Accumulating data from patients with progressive, castration-resistant prostate cancer enrolled in a phase I-II study of MDV3100 show this novel antiandrogen has durable antitumor activity in both pre- and post-chemotherapy populations.
The clinical trial program evaluating MDV3100 for treatment of prostate cancer began in July 2007. The phase I dose-escalation study and phase II expansion trial enrolled 140 patients, including 65 chemotherapy-naïve men and 75 men who were post-docetaxel (Taxotere). Doses studied ranged from 30 mg/day to 600 mg/day. Outcomes based on data collected through April 2009 were published in Lancet (2010; 375:1437-46).
In her presentation at the AUA annual meeting in Washington, first author Celestia Higano, MD, presented the analysis of the long-term data since the data cutoff of April 2009 for the original Lancet report.
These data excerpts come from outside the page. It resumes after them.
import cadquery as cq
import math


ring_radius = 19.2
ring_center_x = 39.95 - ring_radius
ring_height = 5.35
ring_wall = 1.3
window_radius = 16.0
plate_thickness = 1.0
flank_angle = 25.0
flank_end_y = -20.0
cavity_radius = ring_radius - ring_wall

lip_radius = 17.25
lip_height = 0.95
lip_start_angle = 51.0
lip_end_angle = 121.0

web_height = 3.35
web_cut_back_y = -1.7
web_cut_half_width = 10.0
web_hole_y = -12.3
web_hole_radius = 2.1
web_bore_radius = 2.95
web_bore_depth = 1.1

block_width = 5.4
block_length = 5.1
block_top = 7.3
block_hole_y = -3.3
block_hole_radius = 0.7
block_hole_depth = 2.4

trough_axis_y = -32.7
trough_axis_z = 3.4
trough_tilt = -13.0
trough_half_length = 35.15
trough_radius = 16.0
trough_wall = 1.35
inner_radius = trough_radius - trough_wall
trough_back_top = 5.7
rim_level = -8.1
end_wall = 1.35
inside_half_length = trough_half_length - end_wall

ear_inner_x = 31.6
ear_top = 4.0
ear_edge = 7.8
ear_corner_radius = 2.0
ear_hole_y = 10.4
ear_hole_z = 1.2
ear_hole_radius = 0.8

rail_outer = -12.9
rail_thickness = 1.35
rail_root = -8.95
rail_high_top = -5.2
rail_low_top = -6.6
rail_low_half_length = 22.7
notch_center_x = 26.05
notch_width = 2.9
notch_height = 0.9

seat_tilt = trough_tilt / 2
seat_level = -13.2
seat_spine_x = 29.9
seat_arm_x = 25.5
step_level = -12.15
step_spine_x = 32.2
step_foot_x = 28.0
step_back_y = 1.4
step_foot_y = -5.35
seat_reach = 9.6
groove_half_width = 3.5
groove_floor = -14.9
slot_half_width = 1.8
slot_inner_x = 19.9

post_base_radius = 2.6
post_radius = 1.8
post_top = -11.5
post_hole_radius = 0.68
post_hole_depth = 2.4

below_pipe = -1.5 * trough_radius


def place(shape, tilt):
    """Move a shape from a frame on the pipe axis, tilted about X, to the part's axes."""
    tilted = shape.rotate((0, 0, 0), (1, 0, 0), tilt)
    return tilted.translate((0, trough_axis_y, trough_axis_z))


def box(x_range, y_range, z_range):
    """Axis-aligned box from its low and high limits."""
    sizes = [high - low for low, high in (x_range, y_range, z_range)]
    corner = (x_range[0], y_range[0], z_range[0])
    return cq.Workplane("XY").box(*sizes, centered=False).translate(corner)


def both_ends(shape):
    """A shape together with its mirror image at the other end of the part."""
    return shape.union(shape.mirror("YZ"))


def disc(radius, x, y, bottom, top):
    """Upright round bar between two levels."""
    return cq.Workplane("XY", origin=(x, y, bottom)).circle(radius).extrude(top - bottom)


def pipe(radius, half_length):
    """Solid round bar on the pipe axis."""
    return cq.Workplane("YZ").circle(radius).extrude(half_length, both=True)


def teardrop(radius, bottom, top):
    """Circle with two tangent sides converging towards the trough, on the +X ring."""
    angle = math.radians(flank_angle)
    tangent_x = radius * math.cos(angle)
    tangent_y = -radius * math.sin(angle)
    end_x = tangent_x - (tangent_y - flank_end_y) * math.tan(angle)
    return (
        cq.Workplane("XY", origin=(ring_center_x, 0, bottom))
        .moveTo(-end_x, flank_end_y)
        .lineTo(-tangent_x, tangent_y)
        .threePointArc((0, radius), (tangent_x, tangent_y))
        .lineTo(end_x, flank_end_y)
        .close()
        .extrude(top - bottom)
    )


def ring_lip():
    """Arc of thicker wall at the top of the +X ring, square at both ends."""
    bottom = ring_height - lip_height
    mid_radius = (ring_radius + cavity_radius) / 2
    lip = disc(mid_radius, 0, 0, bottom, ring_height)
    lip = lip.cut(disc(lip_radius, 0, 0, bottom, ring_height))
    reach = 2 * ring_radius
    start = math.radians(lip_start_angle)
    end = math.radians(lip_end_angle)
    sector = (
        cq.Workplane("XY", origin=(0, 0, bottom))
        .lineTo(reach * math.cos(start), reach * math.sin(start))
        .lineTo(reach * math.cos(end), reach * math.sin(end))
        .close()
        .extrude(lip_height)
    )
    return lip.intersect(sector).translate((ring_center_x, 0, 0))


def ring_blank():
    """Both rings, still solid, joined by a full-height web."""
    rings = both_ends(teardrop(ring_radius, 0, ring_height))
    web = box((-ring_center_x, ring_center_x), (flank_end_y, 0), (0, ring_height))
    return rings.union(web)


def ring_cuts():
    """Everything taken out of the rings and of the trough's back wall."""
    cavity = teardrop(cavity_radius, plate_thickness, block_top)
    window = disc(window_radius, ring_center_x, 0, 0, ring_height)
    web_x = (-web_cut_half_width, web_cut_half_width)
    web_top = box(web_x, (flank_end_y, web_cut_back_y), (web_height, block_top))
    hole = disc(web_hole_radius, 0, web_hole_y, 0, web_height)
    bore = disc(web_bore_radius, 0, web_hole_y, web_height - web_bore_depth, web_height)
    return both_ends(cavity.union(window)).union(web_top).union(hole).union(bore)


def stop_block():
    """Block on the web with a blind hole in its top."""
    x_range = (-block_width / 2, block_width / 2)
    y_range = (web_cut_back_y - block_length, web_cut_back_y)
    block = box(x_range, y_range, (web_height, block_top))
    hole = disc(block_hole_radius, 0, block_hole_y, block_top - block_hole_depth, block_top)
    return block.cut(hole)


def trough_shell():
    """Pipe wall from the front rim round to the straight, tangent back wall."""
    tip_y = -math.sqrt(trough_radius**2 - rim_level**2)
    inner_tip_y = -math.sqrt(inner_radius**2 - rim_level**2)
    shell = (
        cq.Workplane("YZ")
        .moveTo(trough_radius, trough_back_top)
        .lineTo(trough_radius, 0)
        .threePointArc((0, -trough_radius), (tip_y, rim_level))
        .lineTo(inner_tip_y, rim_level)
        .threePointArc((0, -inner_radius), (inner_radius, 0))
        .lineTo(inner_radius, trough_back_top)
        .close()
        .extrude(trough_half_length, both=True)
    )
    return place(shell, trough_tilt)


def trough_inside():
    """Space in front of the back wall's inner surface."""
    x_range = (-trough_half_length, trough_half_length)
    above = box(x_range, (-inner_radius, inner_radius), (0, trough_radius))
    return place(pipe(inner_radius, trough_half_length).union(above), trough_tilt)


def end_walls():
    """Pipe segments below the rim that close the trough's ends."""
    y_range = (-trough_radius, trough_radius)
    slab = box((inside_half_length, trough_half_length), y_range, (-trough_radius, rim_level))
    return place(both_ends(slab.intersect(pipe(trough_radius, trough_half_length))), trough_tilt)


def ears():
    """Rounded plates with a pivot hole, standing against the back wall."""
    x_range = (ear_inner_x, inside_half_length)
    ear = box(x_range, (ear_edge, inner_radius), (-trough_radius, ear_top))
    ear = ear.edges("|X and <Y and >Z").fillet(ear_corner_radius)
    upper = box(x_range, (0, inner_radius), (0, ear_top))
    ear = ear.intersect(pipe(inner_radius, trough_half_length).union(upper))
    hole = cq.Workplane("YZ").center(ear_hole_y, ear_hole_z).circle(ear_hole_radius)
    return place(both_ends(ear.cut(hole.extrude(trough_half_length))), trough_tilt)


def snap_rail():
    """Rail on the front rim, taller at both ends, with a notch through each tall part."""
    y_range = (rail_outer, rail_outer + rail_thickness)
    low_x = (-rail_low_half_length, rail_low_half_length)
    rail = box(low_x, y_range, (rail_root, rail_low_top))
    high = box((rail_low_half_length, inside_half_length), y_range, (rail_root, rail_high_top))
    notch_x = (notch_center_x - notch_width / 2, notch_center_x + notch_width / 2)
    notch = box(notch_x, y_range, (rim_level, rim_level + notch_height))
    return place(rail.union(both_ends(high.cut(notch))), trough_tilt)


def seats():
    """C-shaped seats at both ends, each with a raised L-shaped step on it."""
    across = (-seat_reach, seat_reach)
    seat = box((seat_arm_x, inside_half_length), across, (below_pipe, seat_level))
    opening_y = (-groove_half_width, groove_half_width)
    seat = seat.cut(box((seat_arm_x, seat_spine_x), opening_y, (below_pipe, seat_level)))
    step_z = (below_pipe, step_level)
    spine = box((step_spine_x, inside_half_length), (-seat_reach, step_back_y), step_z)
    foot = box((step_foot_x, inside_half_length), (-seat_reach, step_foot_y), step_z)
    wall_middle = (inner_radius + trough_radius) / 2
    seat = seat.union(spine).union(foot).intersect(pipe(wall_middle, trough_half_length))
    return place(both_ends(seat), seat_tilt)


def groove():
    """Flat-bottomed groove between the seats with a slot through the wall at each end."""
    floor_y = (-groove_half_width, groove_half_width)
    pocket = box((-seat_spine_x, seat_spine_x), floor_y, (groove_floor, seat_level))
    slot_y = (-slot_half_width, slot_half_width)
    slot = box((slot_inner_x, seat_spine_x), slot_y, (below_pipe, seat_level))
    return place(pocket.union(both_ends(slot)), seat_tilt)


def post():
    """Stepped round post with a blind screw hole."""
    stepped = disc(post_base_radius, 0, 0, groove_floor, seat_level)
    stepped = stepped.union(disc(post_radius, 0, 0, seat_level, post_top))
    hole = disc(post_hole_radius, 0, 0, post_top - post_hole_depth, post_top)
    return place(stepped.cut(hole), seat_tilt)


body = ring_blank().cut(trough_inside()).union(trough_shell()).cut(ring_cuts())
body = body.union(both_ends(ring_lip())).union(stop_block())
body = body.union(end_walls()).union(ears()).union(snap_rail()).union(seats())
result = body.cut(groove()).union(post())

This included follow-up of 44 patients remaining in the study who were followed for efficacy and safety per protocol through September 2010. With an additional 18 months of follow-up, the median time to PSA progression (defined per protocol as a ≥25% increase from baseline PSA) has not yet been met for the 65 chemotherapy-naïve patients and is 45 weeks for the 75 post-chemotherapy patients. Median time to PSA progression by Prostate Cancer Clinical Trials Working Group 2 (PCWG2) criteria is 40 and 21 weeks, respectively. Median time to radiographic progression is 56 weeks for the chemotherapy-naïve patients and 25 weeks in the post-chemotherapy subgroup.